The United Daughters of the Confederacy and the local American Legion post held separate Memorial Day ceremonies at the Portales Cemetery.
The UDC ceremony began with the dedication of a headstone for Confederate veteran George W. Wood.
“We are grateful for the records of the past which bring inspiration and courage,” said UDC member Jan Ross during the dedication. “We are appreciative of the lessons taught by memorials to events and deeds of long ago. We pray that our lives may be always patterned to give our devotion and service as did our forefathers.”
UDC member Janelle Foster said Wood was born in Arkansas in 1840, enlisted in the Confederate infantry in Houston in 1862 and was living in Portales with his family by 1903. UDC members are almost certain he is buried between his wife and son in Portales Cemetery, although they were not able to find records of his death, Foster said.
After the dedication, attendees honored the 26 Confederate veterans buried in the cemetery and heard about the Sons of Confederate Veterans 1st Texas Brigade, who provided an honor guard, from Commander Rick Uhlig.
Later, during the American Legion ceremony, Chief Master Sgt. William W. Turner of Cannon Air Force Base challenged listeners to show by action that they understood what military members had died for and to stand for those ideals. He said personnel in all military branches continue to serve.
“They defend the freedom Americans cherish so intensely. … The freedoms we enjoy as Americans have been secured by the blood of the military service member,” Turner said.
Even as people gather to remember lives lost, he continued, the fighting continues and will bring more losses. As long as man walks the Earth, conflict will happen, Turner said, and American service members will be called to those places.

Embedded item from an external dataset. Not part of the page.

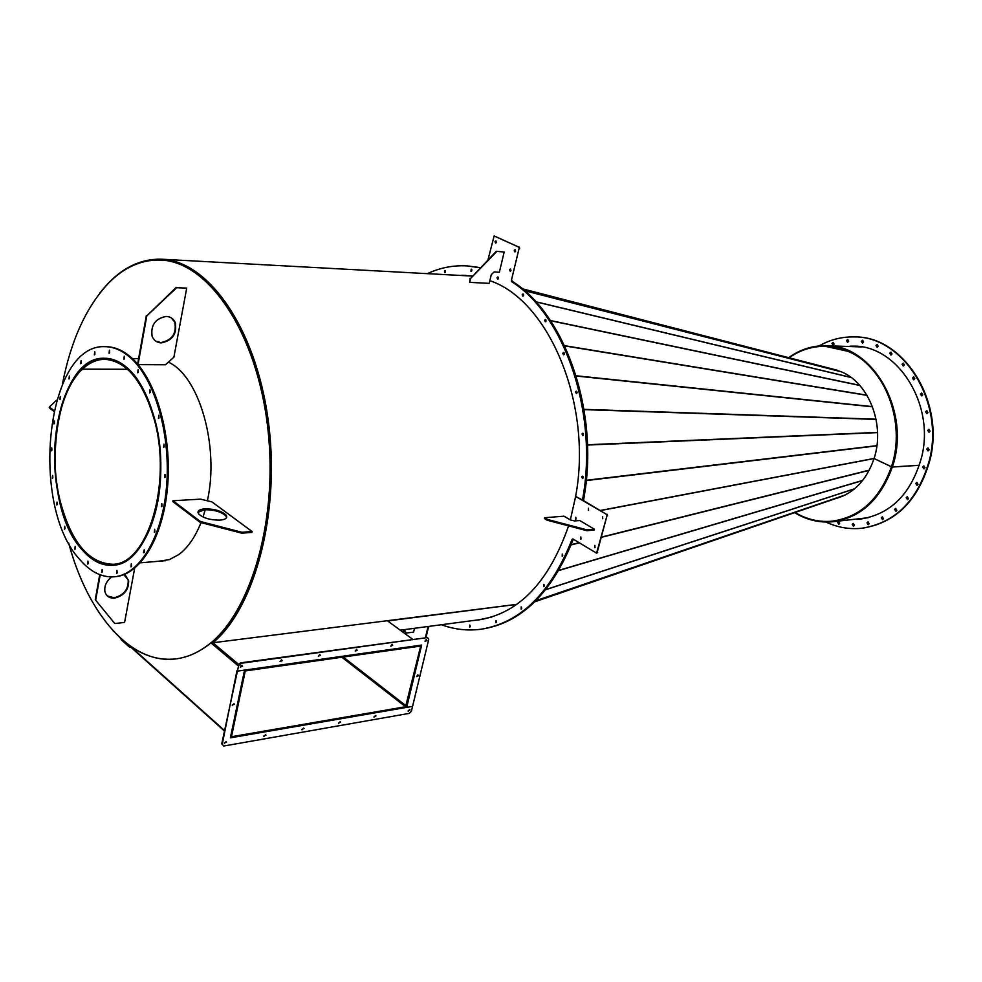<?xml version="1.0" encoding="UTF-8"?>
<svg xmlns="http://www.w3.org/2000/svg" width="982" height="982" viewBox="0 0 982 982"><rect width="100%" height="100%" fill="white"/><g stroke="black" fill="none" stroke-linecap="round" stroke-linejoin="round"><path stroke-width="1.47" d="M158.458 561.274L169.334 559.63L178.687 554.634C187.709 547.968 195.148 537.289 201.003 522.596M159.244 561.201L162.46 561.152M238.835 664.544L212.247 642.24L212.075 643.075L238.282 665.084L211.658 642.731C254.448 608.312 280.349 511.499 267.558 419.756C255.05 327.89 207.656 261.642 161.576 260.132L161.183 260.107M68.654 542.948C87.558 613.946 130.95 665.121 176.318 658.836C185.316 657.645 194.129 654.307 202.746 648.807C248.262 620.734 278.851 524.093 267.816 428.373C257.124 332.554 208.368 261.507 160.778 260.083C141.973 259.444 124.775 266.908 109.174 282.497C86.588 306.139 71.011 339.968 62.455 383.987M64.665 526.72L65.045 528.39M203.029 517.011L205.25 509.683M207.374 500.783C219.649 446.245 199.076 375.725 168.376 362.162M602.653 516.495L602.469 518.717L602.653 516.495M602.567 516.446L602.752 518.619M594.92 545.489L594.748 547.698L594.92 545.489M594.822 545.44L595.031 547.588M580.878 537.031L580.706 539.228L580.878 537.031M580.792 536.982L581 539.118M588.476 508.222L588.292 510.444L588.476 508.222M588.414 508.185L588.574 510.333M469.764 625.104L469.654 627.142L469.764 625.104M469.691 625.068L469.936 627.007L469.691 625.068M496.07 620.612L495.959 622.674L496.07 620.612M495.984 620.563L496.241 622.551L495.984 620.563M521.233 606.962L521.123 609.061L521.233 606.962M521.147 606.901L521.405 608.938L521.147 606.901M543.795 584.474L543.66 586.61L543.795 584.474M543.709 584.425L543.942 586.487L543.709 584.425M562.342 554.069L562.183 556.242L562.342 554.069M562.256 554.032L562.477 556.131L562.256 554.032M575.624 517.305L575.44 519.49L575.624 517.305M575.55 517.269L575.734 519.392L575.55 517.269M441.434 624.724C454.359 629.499 467.555 630.996 480.996 629.229C520.485 622.858 550.853 592.932 572.076 539.425L572.985 538.995L596.54 553.148L606.986 515.759L606.532 514.359L575.624 496.413L570.358 519.92M568.59 525.861C548.987 581.982 519.097 613.32 478.909 619.875L475.079 620.28M479.204 619.838L475.669 620.207L479.204 619.838M481.278 629.192L481.573 629.155C521.074 622.784 551.43 592.858 572.666 539.376L572.076 539.425M597.142 552.522L606.986 515.759M606.532 514.359L583.001 500.317C599.376 414.576 565.509 315.013 512.297 281.736L511.364 280.471L519.11 248.323L518.692 247.047L494.13 235.975L487.98 259.825M607.122 514.31L607.576 515.71M597.731 552.461L596.835 553.026M127.55 369.269L82.488 369.146L82.292 368.324C89.276 361.732 96.813 358.418 104.89 358.393C126.825 360.087 143.495 380.525 154.886 419.719C172.795 484.003 147.877 565.362 112.942 565.178C88.49 564.282 70.741 542.85 59.669 500.894C47.639 452.395 57.607 390.971 82.243 368.373L82.439 369.195C58.024 391.572 48.13 452.481 60.062 500.562C71.035 542.125 88.626 563.361 112.844 564.257C147.472 564.441 172.169 483.819 154.419 420.112C143.126 381.249 126.617 360.995 104.865 359.314C96.862 359.351 89.411 362.628 82.488 369.146M127.599 369.318L82.439 369.195M516.839 604.347L212.922 642.756C255.541 607.465 281.024 510.235 267.976 418.553C255.197 326.748 207.767 260.77 161.674 259.211C139.297 258.622 119.387 269.031 101.932 290.451L99.845 293.09M400.239 630.174L479.474 619.703L491.761 617.04M387.608 620.943L516.778 604.384M112.991 630.665L121.252 638.987M586.88 530.697L547.084 520.19L544.335 518.521L544.531 517.747L564.049 516.188L570.272 519.895L574.58 520.951L579.748 520.521L594.478 529.261L594.27 530.034L586.88 530.697L587.089 529.912L547.293 519.404L547.084 520.19M594.478 529.261L587.089 529.912M547.293 519.404L544.531 517.747M197.947 512.309L204.686 509.719C214.199 509.719 221.269 511.769 225.872 515.881L226.609 517.563M204.857 508.836C214.383 508.848 221.441 510.898 226.044 515.01C227.873 517.821 225.86 519.527 220.005 520.141C210.492 520.178 203.397 518.14 198.708 514.028C196.83 511.143 198.88 509.413 204.857 508.836M251.92 532.404L241.732 533.177L200.168 522.387L172.82 501.618L172.979 500.746L200.598 499.138L211.965 501.912L252.104 531.52L251.92 532.404M252.104 531.52L241.916 532.281L241.732 533.177M241.916 532.281L200.353 521.491L200.168 522.387M200.353 521.491L172.979 500.746M130.618 646.991L129.771 645.714C144.661 656.357 160.176 660.726 176.318 658.836C188.262 657.265 199.776 651.925 210.86 642.829L238 665.636M420.824 645.555L421.376 645.96L406.978 705.874L405.382 707.519L231.985 737.457L230.819 736.169L244.371 670.988M421.376 645.96L420.701 646.058L405.566 706.745L232.157 736.623L231.617 736.034L245.255 670.939L244.506 670.313L245.255 670.939L244.444 671.05M211.658 642.731L210.86 642.829M129.796 646.254L121.277 638.889L121.13 639.675L129.379 647.077L130.545 646.929M129.538 646.279L129.379 647.077M245.439 670.08L245.255 670.939L420.701 646.058L420.885 645.26L245.328 669.994M241.437 666.729L240.529 665.968M387.301 620.722L412.563 639.184M418.43 675.726L416.601 676.598L418.43 675.726M416.577 676.549L417.902 674.794M242.517 666.226L240.283 666.987L242.517 666.226M240.32 667.122L241.965 665.207M282.202 660.69L280.054 661.487L282.202 660.69M280.091 661.573L281.65 659.683M320.402 655.362L318.352 656.185L320.402 655.362M318.364 656.234L319.862 654.368M355.238 651.078L357.215 650.231L355.238 651.078L356.662 649.249M390.787 646.144L392.69 645.284L390.787 646.144L392.149 644.315M425.353 640.166L425.071 641.344L426.912 640.522L425.096 641.393L426.372 639.552M238.589 665.722L221.736 743.84L223.822 746.025L409.273 713.374L411.409 711.164L428.753 639.307L427.538 637.576L241.069 663.292L238.589 665.722L237.472 671.111L236.957 670.669L222.239 744.295M238.074 665.293L240.553 662.862L241.069 663.292M427.538 637.576L240.553 662.862M421.671 645.064L237.472 671.111L244.555 670.105L230.377 737.838L412.563 706.365L406.695 707.384L421.671 645.064M232.28 704.99L234.514 704.217L232.28 704.99M232.304 705.53L233.962 703.652M408.205 710.808L410.034 709.925L408.205 710.808M408.193 711.312L409.531 709.581M374.056 716.774L375.959 715.903L374.056 716.774M374.056 717.277L375.443 715.522M338.667 722.948L340.644 722.101L338.667 722.948M338.667 723.452L340.128 721.672L340.644 722.101M301.977 729.356L304.027 728.521L301.977 729.356M301.977 729.859L303.512 728.067L304.027 728.521M263.9 736.009L266.048 735.199L263.9 736.009M263.913 736.512L265.521 734.683M224.375 742.908L226.609 742.122L224.375 742.908M224.387 743.411L226.069 741.57M223.822 746.025L221.736 743.84M94.714 351.814L94.358 354.846L94.714 351.814M94.873 354.49L94.861 351.998M81.064 360.676L80.733 363.684L81.064 360.676M81.236 363.303L81.224 360.885M69.354 375.971L69.035 378.942L69.354 375.971M69.538 378.561L69.513 376.18M60.246 396.556L59.939 399.49L60.246 396.556M60.442 399.097L60.405 396.765M54.256 421.033L53.961 423.942L54.256 421.033M54.452 423.537L54.391 421.229M51.653 447.866L51.383 450.75L51.653 447.866M51.874 450.333L51.788 448.05M52.598 475.435L52.341 478.32L52.598 475.435M52.819 477.89L52.721 475.607M57.017 502.109L56.772 504.981L57.017 502.109M57.251 504.564L57.14 502.256M64.689 526.266L64.431 529.163L64.689 526.266M64.922 528.733L64.787 526.401M75.172 546.409L74.927 549.319L75.172 546.409M75.418 548.889L75.258 546.52M87.901 561.164L87.656 564.098L87.901 561.164M88.147 563.68L87.975 561.262M102.116 569.437L101.87 572.396L102.116 569.437M102.361 571.99L102.177 569.511M116.907 570.432L116.662 573.427L116.907 570.432M117.153 573.022L116.956 570.493M131.293 563.828L131.036 566.86L131.293 563.828M131.527 566.467L131.33 563.877M144.207 549.834L143.421 552.657L144.207 549.834L144.428 552.535M154.653 529.249L154.358 532.354L154.653 529.249M154.861 531.999L154.69 529.298M161.772 503.471L161.465 506.602L161.772 503.471M161.981 506.258L161.821 503.521M164.976 474.367L164.645 477.522L164.976 474.367M165.16 477.178L165.037 474.441M163.957 444.171L163.613 447.338L163.957 444.171M164.129 447.006L164.031 444.257M158.802 415.239L158.433 418.406L158.802 415.239M158.961 418.074L158.888 415.337M149.939 389.768L149.559 392.923L149.939 389.768M150.086 392.591L150.05 389.891M138.106 369.625L137.726 372.767L138.106 369.625M138.253 372.436L138.229 369.772M109.432 350.181L109.063 353.262L109.432 350.181M109.579 352.919L109.579 350.365M124.248 356.184L123.879 359.289L124.248 356.184M124.395 358.958L124.383 356.356M129.342 369.784C121.473 362.211 113.323 358.369 104.89 358.27C51.997 354.907 36.322 501.728 82.451 550.116C91.891 560.931 102.054 565.988 112.955 565.288C135.639 563.607 156.15 530.071 160.091 484.777C164.141 439.543 150.651 390.308 129.342 369.784M105.405 358.283L102.386 358.491M114.243 576.802L115.275 576.704C140.438 574.74 163.245 537.412 167.566 486.949C172.022 436.56 156.862 381.863 133.122 359.277C124.481 351.053 115.545 346.867 106.314 346.707L105.283 346.695C46.35 342.914 28.895 505.583 79.959 559.715C90.54 571.941 101.968 577.637 114.243 576.802C139.395 574.826 162.19 537.498 166.51 487.011C170.966 436.597 155.807 381.863 132.079 359.265C123.437 351.04 114.501 346.855 105.283 346.695M110.438 565.276L113.47 565.239M496.757 251.552L470.574 278.495L469.666 282.374L489.208 283.356L491.258 274.715L494.179 271.953L499.359 272.247L504.171 252.043L496.241 251.306L470.574 278.495M496.241 251.306L504.171 252.043M470.071 278.25L469.666 282.374M414.502 628.284L413.594 632.077L406.315 633.046L404.032 629.671M406.315 633.046L404.277 629.634M494.989 241.658L495.615 243.082L496.389 242.296L495.763 240.872L494.989 241.658M496.057 240.983L495.91 243.008M514.212 250.41L514.85 251.858L515.636 251.061L514.998 249.624L514.212 250.41M515.28 249.735L515.145 251.785M509.56 269.768L510.21 271.216L510.984 270.443L510.333 268.994L509.56 269.768M510.628 269.105L510.517 271.142M581.651 476.859L582.486 478.443L583.185 477.731L582.351 476.147L581.651 476.859M582.24 476.822L582.78 478.357L582.24 476.822M581.982 433.995L582.792 435.566L583.517 434.83L582.707 433.258L581.982 433.995M582.572 433.97L583.087 435.48L583.013 433.332L582.572 433.97M575.538 391.941L576.311 393.487L577.072 392.739L576.287 391.192L575.538 391.941M576.127 391.941L576.606 393.401L576.594 391.266L576.127 391.941M562.772 353.275L563.508 354.797L564.282 354.036L563.545 352.513L562.772 353.275M563.361 353.287L563.815 354.723L563.84 352.599L563.361 353.287M544.58 320.279L545.28 321.765L546.053 320.991L545.354 319.506L544.58 320.279M545.17 320.292L545.575 321.691L545.648 319.592L545.17 320.292M522.178 294.698L522.841 296.159L523.615 295.386L522.94 293.925L522.178 294.698M522.768 294.723L523.148 296.085L523.234 294.023L522.768 294.723M496.99 277.722L497.641 279.158L498.39 278.397L497.739 276.961L496.99 277.722M497.579 277.759L497.935 279.084L498.034 277.059L497.579 277.759M489.846 280.68C548.913 300.296 592.956 404.596 575.624 496.413L583.001 500.317L584.499 490.865C597.24 406.499 562.907 312.779 511.352 281.11M582.412 500.366C598.787 414.588 564.92 314.989 511.708 281.711M511.364 280.471L519.11 248.323M518.692 247.047L494.29 236.011M519.282 247.096L519.699 248.36M511.966 280.508L512.297 281.736M470.955 271.278L471.25 269.154L470.955 271.278M444.613 272.591L444.907 270.504L444.613 272.591M461.638 275.279L472.207 276.04M462.227 275.304L465.787 275.402L462.227 275.304M480.21 267.804L467.137 265.913M466.843 265.889C453.303 265.177 440.267 267.693 427.747 273.462M471.544 269.264L471.446 271.253L471.544 269.264M445.19 270.615L445.104 272.554L445.19 270.615M403.393 629.757L403.897 631.672L403.921 629.683M403.946 629.695L404.167 631.524M425.452 637.404L428.078 626.491M426.041 637.318L428.668 626.418M424.568 626.958L425.28 626.86M161.416 342.878C172.636 340.508 177.239 333.733 175.238 322.538C173.483 318.72 170.487 316.683 166.265 316.437C155.242 318.536 150.528 325.165 152.124 336.323C153.855 340.472 156.948 342.657 161.416 342.878M155.807 341.135L160.95 342.571C172.169 340.214 176.772 333.438 174.771 322.243L171.114 317.787M176.637 287.726L186.715 288.131L176.637 287.726L146.797 315.909L138.045 364.58M138.094 364.629L165.467 364.764L173.875 357.227L186.715 288.131M176.159 287.431L146.797 315.909M146.33 315.603L137.615 364.064M53.715 411.225L49.235 407.825L49.37 407.014L53.887 410.439M56.563 400.202L49.37 407.014M125.721 575.734L128.176 580.018C128.556 589.261 123.892 595.178 114.194 597.768L107.32 595.927M123.892 574.654L128.617 580.387C128.986 589.63 124.333 595.546 114.636 598.136C109.395 598.406 106.142 596.172 104.89 591.446C104.19 585.959 106.424 581.111 111.617 576.925M134.657 568.259L124.579 622.441L114.796 623.545L95.242 599.671L99.734 574.642M114.796 623.545L95.242 599.671M95.671 600.051L100.213 574.826M472.17 276.089L161.674 259.211M212.922 642.756L212.652 641.897C255.075 606.741 280.41 509.94 267.411 418.7C254.694 327.325 207.46 261.654 161.576 260.132L160.778 260.083M919.41 465.321L892.319 467.051C880.559 499.605 860.613 517.845 832.491 521.773L868.248 517.723M794.61 512.641C806.504 519.895 819.123 522.94 832.491 521.773M832.196 521.172L832.38 521.147C860.318 517.269 880.13 499.151 891.816 466.806M795.039 512.494L798.452 514.408C809.143 519.969 820.326 522.228 832.012 521.184C859.962 517.293 879.774 499.163 891.447 466.794L874.078 458.508C885.248 425.083 869.033 383.029 841.427 371.822L831.079 368.631M835.154 498.721C853.591 493.676 866.578 480.272 874.078 458.508L891.447 466.794C906.582 422.088 884.537 365.685 847.626 351.225L825.199 346.302C812.175 346.18 800.146 350.009 789.123 357.779M788.681 357.669C799.949 349.555 812.261 345.566 825.629 345.689C872.703 344.031 911.566 411.691 892.343 466.978L891.828 466.769C906.951 422.076 884.917 365.685 848.006 351.237L825.383 346.302M470.034 625.411L470.182 626.577M496.327 620.882L496.487 622.146M521.479 607.207L521.651 608.558M544.04 584.695L544.2 586.144M562.588 554.29L562.735 555.8M575.869 517.526L576.004 519.085M480.996 629.229L481.573 629.155C521.197 622.748 551.614 592.674 572.825 538.934M481.867 629.118L482.162 629.069C521.688 622.698 552.08 592.735 573.304 539.192M583.529 500.624L585.088 490.828C597.829 406.487 563.496 312.804 511.953 281.147M479.498 619.789L476.245 620.133M600.628 510.554L874.066 458.557M582.964 476.466L583.05 478.062M583.308 433.59L583.369 435.186M576.888 391.548L576.9 393.119M564.122 352.894L564.11 354.441M545.931 319.911L545.882 321.396M523.516 294.355L523.455 295.778M498.316 277.427L498.242 278.753M480.37 267.644L467.714 265.95M462.817 275.341L466.082 275.414M471.814 269.657L471.753 270.897M445.472 271.032L445.411 272.161M907.749 499.556L906.73 497.739L907.478 496.806M906.19 497.788L907.478 499.617L908.497 498.623L907.208 496.794L906.19 497.788M896.1 511.156L895.093 509.339L895.817 508.418M894.541 509.388L895.842 511.217L896.836 510.235L895.547 508.406L894.541 509.388M882.843 519.601L881.836 517.796L882.536 516.9M881.284 517.858L882.572 519.674L883.542 518.705L882.266 516.888L881.284 517.858M868.518 524.634L867.523 522.841L868.211 521.945M866.983 522.89L868.248 524.695L869.205 523.737L867.941 521.933L866.983 522.89M853.726 526.119L852.744 524.339L853.419 523.455M852.204 524.388L853.456 526.18L854.389 525.235L853.149 523.431L852.204 524.388M839.033 524.069L838.088 522.301L838.751 521.43M837.536 522.363L838.763 524.143L839.696 523.197L838.468 521.405L837.536 522.363M833.288 345.075L832.527 343.442L833.374 342.423M831.975 343.43L833.006 345.124L834.135 344.068L833.092 342.374L831.975 343.43M847.822 342.264L847.049 340.607L847.92 339.576M846.496 340.594L847.552 342.301L848.693 341.233L847.65 339.527L846.496 340.594M862.699 342.963L861.901 341.294L862.785 340.263M861.361 341.282L862.417 343L863.583 341.932L862.515 340.214L861.361 341.282M877.319 347.235L876.509 345.554L877.405 344.51M875.969 345.541L877.049 347.272L878.215 346.192L877.135 344.461L875.969 345.541M891.116 354.981L890.281 353.275L891.177 352.231M889.729 353.262L890.834 355.018L892.012 353.937L890.907 352.194L889.729 353.262M903.477 365.955L902.618 364.236L903.526 363.193M902.077 364.224L903.207 365.991L904.385 364.911L903.256 363.156L902.077 364.224M913.886 379.764L913.002 378.021L913.911 376.978M912.462 378.021L913.616 379.801L914.794 378.721L913.641 376.941L912.462 378.021M921.877 395.844L920.956 394.089L921.853 393.058M920.416 394.089L921.607 395.893L922.773 394.825L921.582 393.021L920.416 394.089M927.069 413.557L926.124 411.789L927.008 410.771M925.584 411.802L926.799 413.606L927.941 412.55L926.738 410.734L925.584 411.802M929.23 432.154L928.26 430.362L929.119 429.355M927.72 430.386L928.96 432.203L930.089 431.147L928.849 429.33L927.72 430.386M928.26 450.824L927.266 449.02L928.1 448.038M926.726 449.044L927.99 450.873L929.095 449.842L927.83 448.013L926.726 449.044M917.262 485.243L916.243 483.426L917.028 482.481M915.703 483.463L916.992 485.304L918.035 484.298L916.746 482.457L915.703 483.463M924.209 468.77L923.19 466.966L924.001 465.996M922.65 466.99L923.939 468.831L925.007 467.8L923.731 465.971L922.65 466.99M860.072 519.147L857.347 519.343M850.056 346.167L853.051 346.143C897.167 344.903 935.171 403.786 921.668 457.011C911.406 493.774 890.772 514.494 859.802 519.183L856.795 519.392M819.098 345.922C830.036 339.686 841.684 336.691 854.045 336.924C902.618 335.807 944.512 400.865 929.524 459.674C918.182 500.12 895.51 523.001 861.496 528.304C849.197 529.494 837.351 527.408 825.96 522.043M854.315 336.924L854.586 336.936C903.17 335.832 945.052 400.852 930.064 459.637C918.722 500.071 896.05 522.94 862.049 528.242L861.766 528.279M850.596 346.18L853.333 346.155M874.103 458.447L600.456 510.444M524.548 290.697L841.5 371.859M841.402 371.81L524.511 290.672M892.343 466.978L919.422 465.247M861.595 346.941L825.629 345.689M832.012 521.184L832.38 521.147C860.33 517.256 880.154 499.138 891.828 466.769C910.915 411.839 872.323 344.657 825.58 346.315L825.199 346.302M224.51 730.522L129.771 645.714M406.303 705.997L343.234 657.044M405.566 706.745L341.859 657.24M571.242 544.654L579.085 542.702M601.88 537.007L869.316 470.145M534.834 601.77L843.256 495.947M845.232 495.002L535.902 600.714M535.963 600.665L845.392 494.916M854.475 488.889L545.734 589.703M545.845 589.568L854.622 488.766M862.601 480.554L558.819 570.505M558.93 570.309L862.724 480.394M869.217 470.329L601.819 537.228M579.331 542.85L571.143 544.9M876.877 445.853L586.303 480.566M535.816 301.732L851.013 377.419M586.328 480.272L876.914 445.632M877.577 432.608L587.469 445.055M587.457 444.76L877.564 432.387M876.104 419.412L584.032 409.629M583.983 409.347L876.054 419.191M872.519 406.818L576.225 376.032M576.139 375.775L872.446 406.609M867.008 395.353L564.699 345.91M564.589 345.676L866.897 395.169M859.79 385.46L550.595 320.733M550.472 320.549L859.643 385.3M851.173 377.542L535.927 301.855M837.437 370.275L522.277 288.782M165.651 560.661L140.365 562.821M115.446 564.957L112.942 565.178M138.585 358.639L132.41 358.602M107.406 358.405L104.89 358.393M226.044 515.01L225.872 515.881M224.412 730.989L129.771 646.23"/></g></svg>

“We serve for those who cannot serve,” he said. “We fight for those who cannot fight … We do these things not for glory, but for the ever-righteous cause of freedom.”
The program also included a tribute to Portales’ Gold Star Mothers, Myrtie Smith and Lila Bryant, who both lost sons in the Vietnam War.
“These Gold Star Mothers have made the ultimate sacrifice for human freedom,” said local American Legion Auxiliary President Judy Hall.
These mothers understand the nation’s freedom is not to be taken for granted, she added.
After the program, Smith said the service was wonderful and, in fact, the best ever. The importance of Memorial Day, she said, is “to honor our soldier boys.”